The Initial core of marines were Trained by members of the Aura Chapter, the Harbingers continue to this day to use the teaching of armored assaults, that these mentors gave them. Following this the chapter established itself organizing raids on Ork Space Hulks, and combating piracy that is rampant in the local area of space. In a number of places the chapter destroyed Ork warbands before they could turn into a full blow waaahh! 

There most glorious campaign was the Evart Uprising. 4 companies were sent to help the Imperial authorities regain control of a number of worlds that had simultaneously broke out into revolt, Chaos influence was predicted but no agents of Chaos could be found. Captured rebels in interrogations eventually broke down and talked about ruinous powers, but no story held out between the interrogations. The battles themselves were bloody, the rebels having control of a number of manufacturing plants that the planetary governor did not want destroyed. 4 companies were sent only 2 companies returned. 
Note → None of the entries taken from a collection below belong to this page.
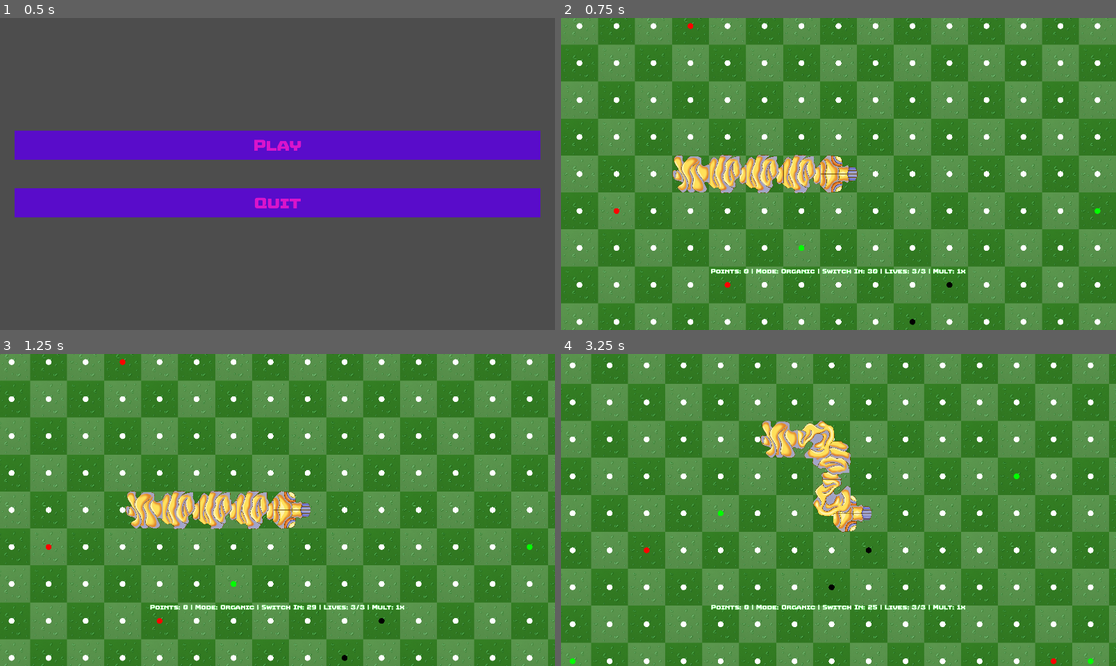
Above: before the commit, frames 1-4 (two rows, left to right).
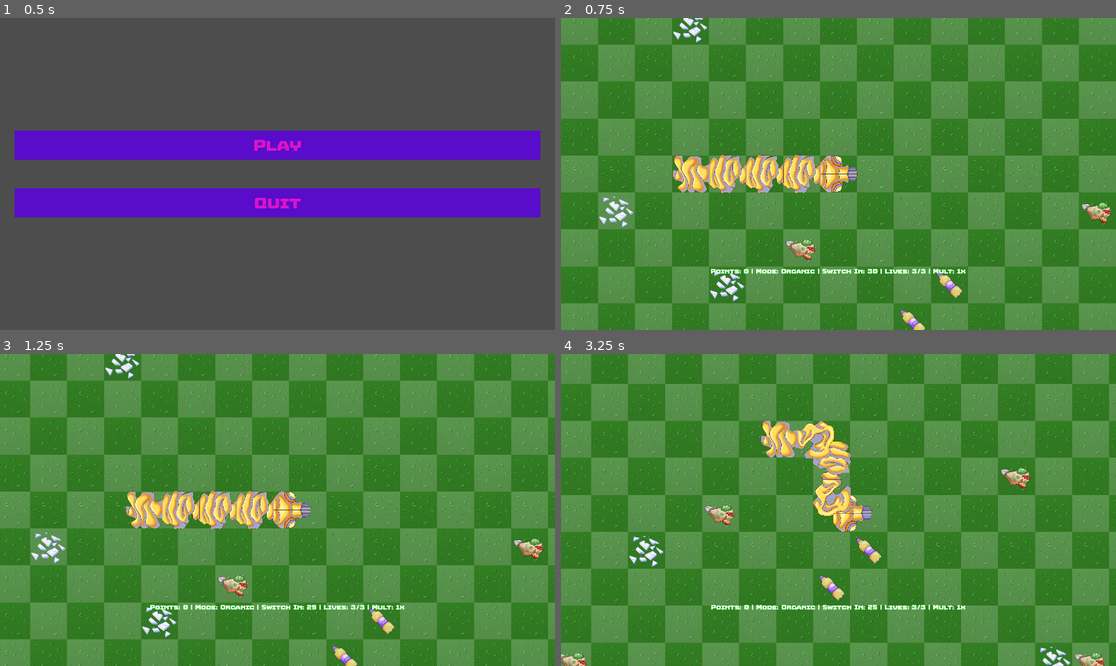
Above: after the commit, the same moments.

Repository: istamarahsan/s3rpent
Game: Godot game, scene res://root.tscn
Same seed, same stepped clock (60 frames per second), same inputs: the game is played once before the commit and once after it.
Inputs:
- Up to frame 1 (0.5 s): no input
- Up to frame 2 (0.75 s): click "Play" at 0.5 s
- Up to frame 3 (1.25 s): no input
- Up to frame 4 (3.25 s): hold Right (ui_right) 1.28-2.03 s; hold Down (ui_down) 2.03-2.78 s; hold Right (ui_right) from 2.78 s (still down)

Frame 1 is identical in both runs. In frame 2, 3.4% of the frame differs, in the area x 2-100%, y 0-100%; in frame 3, 3.4%; in frame 4, 3.5%, in the area x 0-98%, y 2-100%.

Commit message:
world with ground and trash tiles

Diff:
--- a/presentation/presentation.gd
+++ b/presentation/presentation.gd
@@ -11,7 +11,7 @@
 var snake_head: SnakeSegment
 
 func _ready():
-	$Bg.position = Vector2(tile_size/2, tile_size/2)
+	$World.position = Vector2(tile_size/2, tile_size/2)
 	$BoardCanvas.configure(tile_size)
 	snake_head = snake_segment_scene.instantiate() as SnakeSegment
 	snake_head.setType(SnakeSegment.SegmentType.Head)
@@ -19,9 +19,6 @@
 
 func _process(_delta):
 	$Camera2D.position = snake_head.position
-
-func _on_state_hook_init():
-	$Bg.create(Vector2i(-state_hook.handle.world_span-1, -state_hook.handle.world_span-1), Vector2i(state_hook.handle.world_span-1, state_hook.handle.world_span-1))
 
 func _on_state_hook_updated():
 	if active_segments.size() < state_hook.handle.snake_state.tail.size():
--- a/presentation/presentation.tscn
+++ b/presentation/presentation.tscn
@@ -3,17 +3,14 @@
 [ext_resource type="Script" path="res://presentation/presentation.gd" id="1_chn3l"]
 [ext_resource type="Script" path="res://presentation/components/board_canvas/board_canvas.gd" id="2_ckhpm"]
 [ext_resource type="PackedScene" uid="uid://uuayuxs0asq3" path="res://presentation/snake_segment_basic.tscn" id="2_h5g20"]
-[ext_resource type="PackedScene" uid="uid://daic7uqk7s8hb" path="res://world/background_checkerboard.tscn" id="3_udkh1"]
 [ext_resource type="Script" path="res://hooks/state_hook.gd" id="4_xf8xl"]
 [ext_resource type="Script" path="res://hooks/scheduler_hook.gd" id="6_ehmij"]
+[ext_resource type="PackedScene" uid="uid://irjrthrlapp7" path="res://world/world.tscn" id="7_sxa72"]
 
 [node name="Presentation" type="Node2D"]
 script = ExtResource("1_chn3l")
 tile_size = 128
 snake_segment_scene = ExtResource("2_h5g20")
-
-[node name="Bg" parent="." instance=ExtResource("3_udkh1")]
-position = Vector2(64, 64)
 
 [node name="BoardCanvas" type="Node2D" parent="."]
 script = ExtResource("2_ckhpm")
@@ -21,6 +18,9 @@
 
 [node name="StateHook" type="Node" parent="BoardCanvas"]
 script = ExtResource("4_xf8xl")
+
+[node name="World" parent="." instance=ExtResource("7_sxa72")]
+position = Vector2(64, 64)
 
 [node name="Camera2D" type="Camera2D" parent="."]
 ignore_rotation = false
--- a/world/dual_tile.tres
+++ b/world/dual_tile.tres
@@ -1,17 +1,29 @@
-[gd_resource type="TileSet" load_steps=4 format=3 uid="uid://ch2emyu4h73qt"]
+[gd_resource type="TileSet" load_steps=6 format=3 uid="uid://ch2emyu4h73qt"]
 
 [ext_resource type="Texture2D" uid="uid://cw7bo8itaj45e" path="res://assets/world/tileset.png" id="1_m7nn7"]
+[ext_resource type="Texture2D" uid="uid://d20pk481lsagf" path="res://assets/world/trash-tileset.png" id="2_b0awm"]
 
 [sub_resource type="TileMapPattern" id="TileMapPattern_jtywh"]
 tile_data = PackedInt32Array(0, 0, 0, 65536, 65536, 0, 1, 65536, 0, 65537, 0, 0)
 
 [sub_resource type="TileSetAtlasSource" id="TileSetAtlasSource_qgb4j"]
+resource_name = "ground"
 texture = ExtResource("1_m7nn7")
 texture_region_size = Vector2i(128, 128)
 1:0/0 = 0
 0:0/0 = 0
 
+[sub_resource type="TileSetAtlasSource" id="TileSetAtlasSource_e3il8"]
+resource_name = "trash"
+texture = ExtResource("2_b0awm")
+texture_region_size = Vector2i(128, 128)
+0:0/0 = 0
+1:0/0 = 0
+2:0/0 = 0
+3:0/0 = 0
+
 [resource]
 tile_size = Vector2i(128, 128)
 sources/0 = SubResource("TileSetAtlasSource_qgb4j")
+sources/1 = SubResource("TileSetAtlasSource_e3il8")
 pattern_0 = SubResource("TileMapPattern_jtywh")
--- /dev/null
+++ b/world/plastic.tres
@@ -0,0 +1,16 @@
+[gd_resource type="TileSet" load_steps=3 format=3 uid="uid://cp2tw04i6m4s4"]
+
+[ext_resource type="Texture2D" uid="uid://d20pk481lsagf" path="res://assets/world/trash-tileset.png" id="1_bwh27"]
+
+[sub_resource type="TileSetAtlasSource" id="TileSetAtlasSource_h8cls"]
+texture = ExtResource("1_bwh27")
+texture_region_size = Vector2i(128, 128)
+use_texture_padding = false
+3:0/0 = 0
+2:0/0 = 0
+1:0/0 = 0
+0:0/0 = 0
+
+[resource]
+tile_size = Vector2i(128, 128)
+sources/0 = SubResource("TileSetAtlasSource_h8cls")
--- /dev/null
+++ b/world/world.gd
@@ -0,0 +1,37 @@
+extends Node2D
+
+@onready var tilemap: TileMap = $TileMap as TileMap
+@onready var state_hook: StateHook = $StateHook as StateHook
+
+func _on_state_hook_initialized():
+	_create_world(Vector2i(-state_hook.handle.world_span-1, -state_hook.handle.world_span-1), Vector2i(state_hook.handle.world_span-1, state_hook.handle.world_span-1))
+
+func _on_state_hook_updated():
+	tilemap.clear_layer(1)
+	for food in state_hook.handle.food_states:
+		if food.is_eaten:
+			continue
+		_set_cell_food(food.position - Vector2i.ONE, food.polarity)
+
+func _create_world(from: Vector2i, to: Vector2i):
+	for x in range(from.x, to.x+1):
+		for y in range(from.y, to.y+1):
+			var alt: bool = (x + y) % 2 == 0
+			tilemap.set_cell(
+				0,
+				Vector2i(x, y),
+				0,
+				Vector2i(0,0) if alt else Vector2i(1,0)
+				)
+
+func _set_cell_food(cell_position: Vector2i, polarity: CybersnakeGame.Polarity):
+	var source_id: int = 1
+	var atlas_coordinate: Vector2i
+	match polarity:
+		CybersnakeGame.Polarity.Organic:
+			atlas_coordinate = Vector2i(2, 0)
+		CybersnakeGame.Polarity.Paper:
+			atlas_coordinate = Vector2i(0, 0)
+		CybersnakeGame.Polarity.Plastic:
+			atlas_coordinate = Vector2i(3, 0)
+	tilemap.set_cell(1, cell_position, source_id, atlas_coordinate)
--- /dev/null
+++ b/world/world.tscn
@@ -0,0 +1,26 @@
+[gd_scene load_steps=4 format=3 uid="uid://irjrthrlapp7"]
+
+[ext_resource type="Script" path="res://hooks/state_hook.gd" id="1_k50ys"]
+[ext_resource type="Script" path="res://world/world.gd" id="1_pvxfe"]
+[ext_resource type="TileSet" uid="uid://ch2emyu4h73qt" path="res://world/dual_tile.tres" id="3_ey07y"]
+
+[node name="World" type="Node2D"]
+script = ExtResource("1_pvxfe")
+
+[node name="StateHook" type="Node" parent="."]
+script = ExtResource("1_k50ys")
+
+[node name="TileMap" type="TileMap" parent="."]
+tile_set = ExtResource("3_ey07y")
+format = 2
+layer_0/name = "ground"
+layer_1/name = "food"
+layer_1/enabled = true
+layer_1/modulate = Color(1, 1, 1, 1)
+layer_1/y_sort_enabled = false
+layer_1/y_sort_origin = 0
+layer_1/z_index = 0
+layer_1/tile_data = PackedInt32Array()
+
+[connection signal="initialized" from="StateHook" to="." method="_on_state_hook_initialized"]
+[connection signal="updated" from="StateHook" to="." method="_on_state_hook_updated"]
Binary file added: assets/world/trash-tileset.png
Not shown, added: assets/world/trash-tileset.png.import
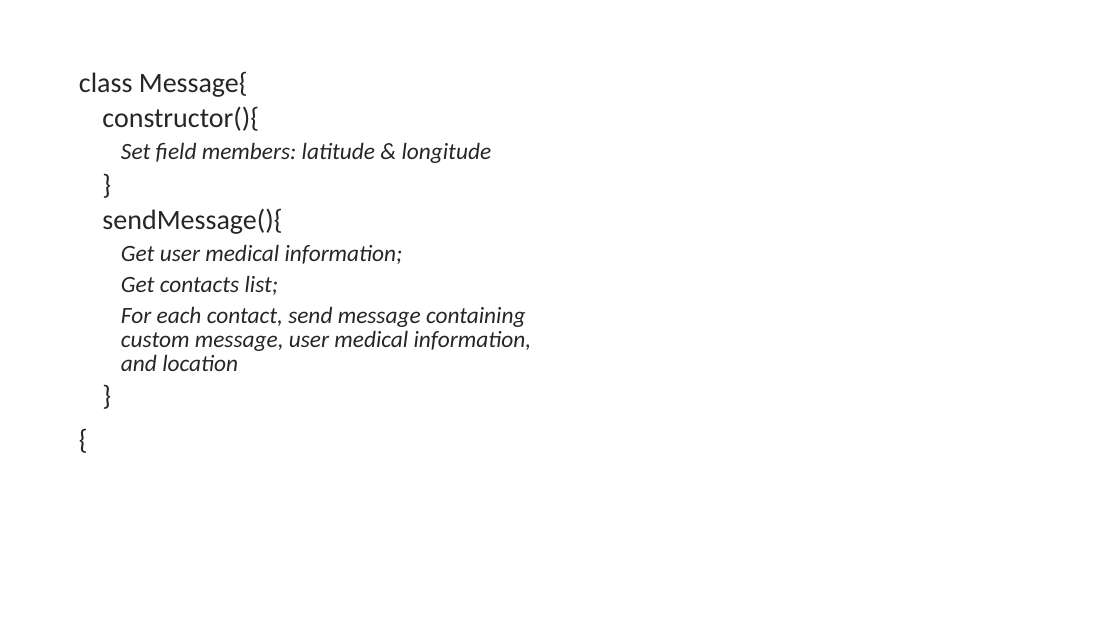
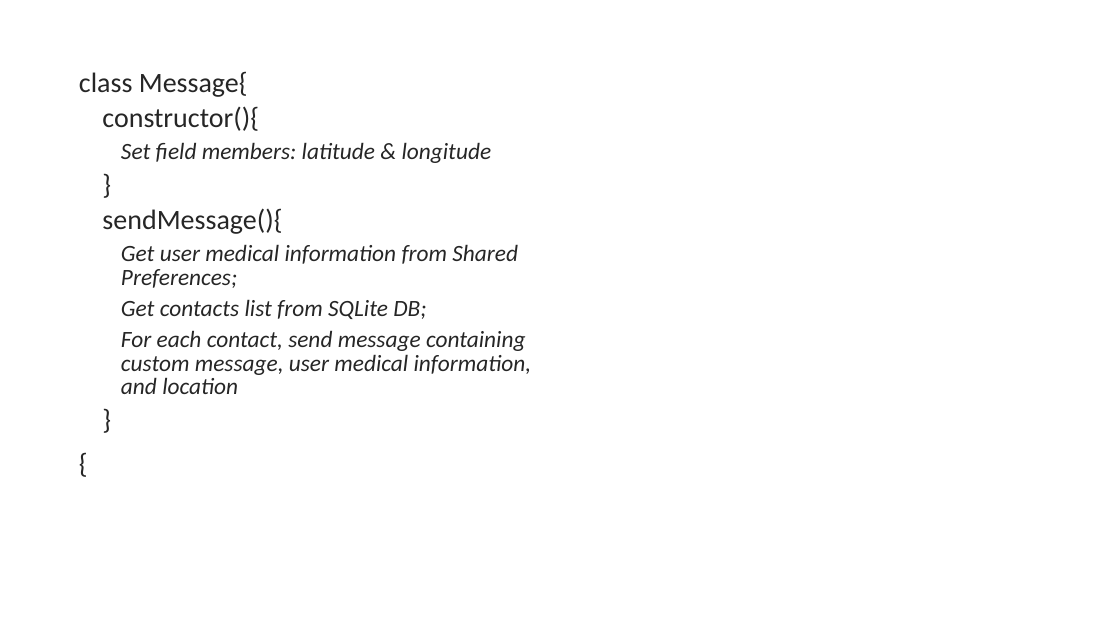
Before and after one commit to Talatsu92/Thesis, a slide deck: slide 23 of Documents/Thesis Defense.pptx. Drawn at 1120x630 pixels with LibreOffice and Linux fonts; fonts in the diff are those of the drawing. Boxes give left, top, right and bottom in pixels: in the first picture for what was removed or moved away, otherwise in the second. Text is boxed around its words. In the diff, an @@ line names an element or a change of style, - is before the commit and + after.

Commit message:
Minor Updates
-Added button to redirect to Contacts Menu
-Turned on Alarm Start
-Updated Final Thesis Document_Revised

```diff
--- a/Documents/Thesis Defense.pptx
+++ b/Documents/Thesis Defense.pptx
@@ text at <box>121,244,518,319</box>: text changed @@
-      Get user medical information;
-      Get contacts list;
+      Get user medical information from Shared Preferences;
+      Get contacts list from SQLite DB;
```
Also in this commit, not shown: 5 other slides changed, 2 slides added, 1 slide removed, 11 other files.

At a venerable age the founding chapters master dies, and his successor the present chapter master steps forward. Chapter Master Farin Hararred. Farin is a vetran of the Evart uprising and sees a new future for the Chapter, at this point ‎ The companies stop actively hunting Orks in the area and start travelling large ‎distances, looking for heroic battles.. some companies travel to dead worlds ‎and one company retrieves a STC print out file on personal fire suppressors this is handed over the Adeptus Mechanicus, something that the Teckpriest still rember to this day sending the chapter new equipment that bit faster than some of their fellow chapters. ‎‎ At the same time the fortress monastery on their home world was ‎expanded (well new levels deep underground were dug). The new lower levels ‎were built to safely protect some items brought back from the Evart Uprising, ‎only veterans of this conflict were allowed access to this level, which currently ‎is the chapters 1st company. ‎


----------



## Uveron (Jun 11, 2011)

Well.. its been quite a few days since my last update and its time for me to pack up my mobile lab and head out (may be to home if I am Lucky) 

so thought it would be a good to post up some photos of my force currently. 

C&C is more than welcome. (most the modles are still WIP) 










The Full Force, currently (Scouts are still under construction) 










The Assualt Squad.. Still working on the soot on the flamer.. 










The Rhino










The kitbashed chaplin and an objective marker


----------



## Uveron (Jun 11, 2011)

Well I have started Painting again.. 

Well thats a lie, I have been painting and converting like mad over the last month.. geting alot happier, with the whole converting part again... painting still not doing the best work, but I have finally finished one model I am happy with. 




























I have touched up some parts since I took the photo, and I realized uploading them that the mold lines are still very visible.. I would love some C&C advice or anything... 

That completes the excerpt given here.